### [Data to process]
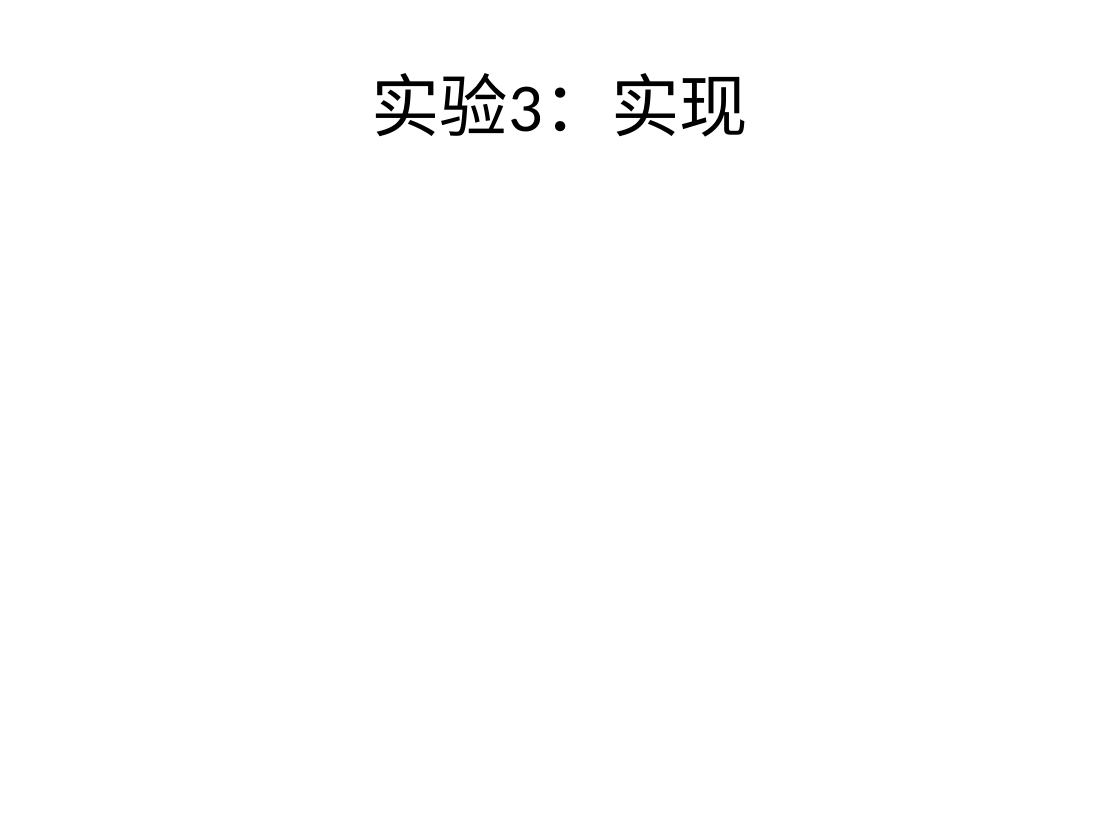
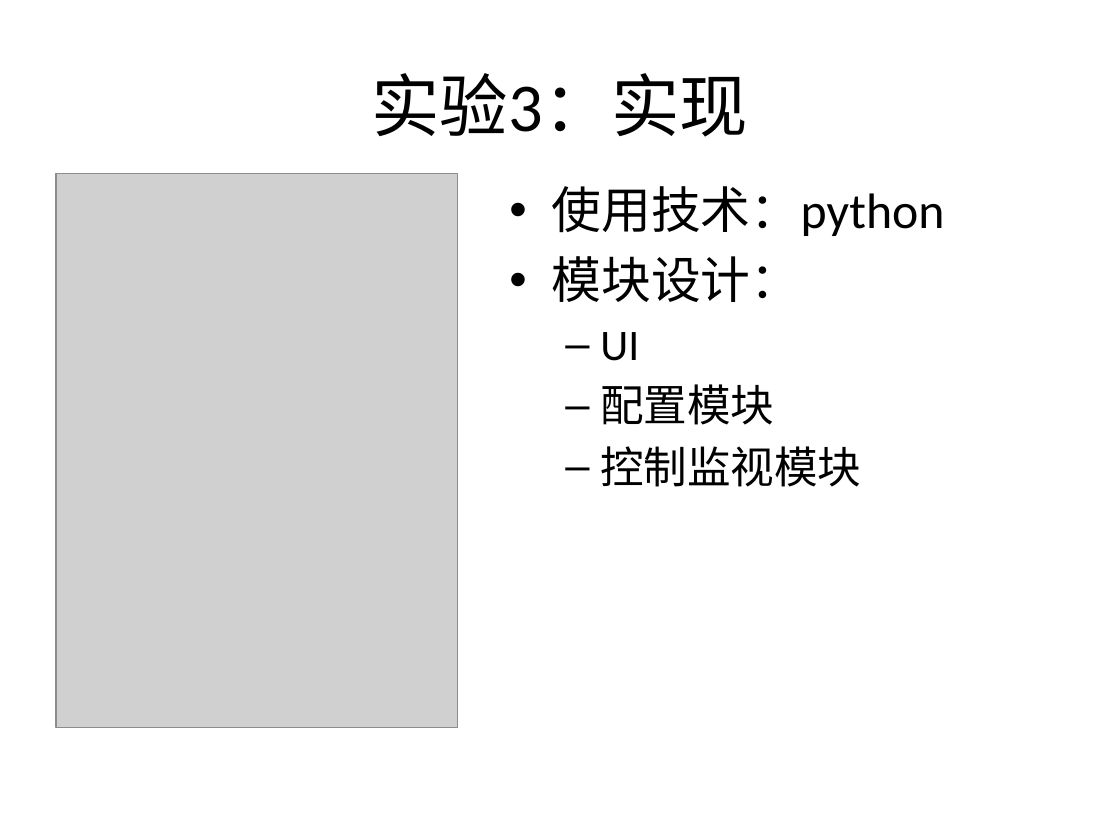
Before and after one commit to bhsei/16TeamC, a slide deck: slide 5 of 2.项目PPT/十七周-项目总结.pptx (slide 4 before the commit). Drawn at 1120x840 pixels with LibreOffice and Linux fonts; fonts in the diff are those of the drawing; grey boxes stand for pictures. Boxes give left, top, right and bottom in pixels: in the first picture for what was removed or moved away, otherwise in the second. Text is boxed around its words. In the diff, an @@ line names an element or a change of style, - is before the commit and + after.

```diff
--- a/2.项目PPT/十七周-项目总结.pptx
+++ b/2.项目PPT/十七周-项目总结.pptx
@@ picture added at <box>56,174,458,728</box> @@
@@ text added at <box>551,186,944,487</box>, 32 pt, text #000000 @@
+• 使用技术：python
+• 模块设计：
+  – UI
+  – 配置模块
+  – 控制监视模块
```
Also in this commit, not shown: 5 other slides changed, 6 slides added, 2 slides removed, 1 other file.

### [Exercise objective]
Pictures are to be left out. Otherwise, copy the material above exactly.

### [Solution to this task]
Before and after one commit to bhsei/16TeamC, a slide deck: slide 5 of 2.项目PPT/十七周-项目总结.pptx (slide 4 before the commit). Drawn at 1120x840 pixels with LibreOffice and Linux fonts; fonts in the diff are those of the drawing; grey boxes stand for pictures. Boxes give left, top, right and bottom in pixels: in the first picture for what was removed or moved away, otherwise in the second. Text is boxed around its words. In the diff, an @@ line names an element or a change of style, - is before the commit and + after.

```diff
--- a/2.项目PPT/十七周-项目总结.pptx
+++ b/2.项目PPT/十七周-项目总结.pptx
@@ picture added at <box>56,174,458,728</box> @@
@@ text added at <box>551,186,944,487</box>, 32 pt, text #000000 @@
+• 使用技术：python
+• 模块设计：
+  – UI
+  – 配置模块
+  – 控制监视模块
```
Also in this commit, not shown: 5 other slides changed, 6 slides added, 2 slides removed, 1 other file.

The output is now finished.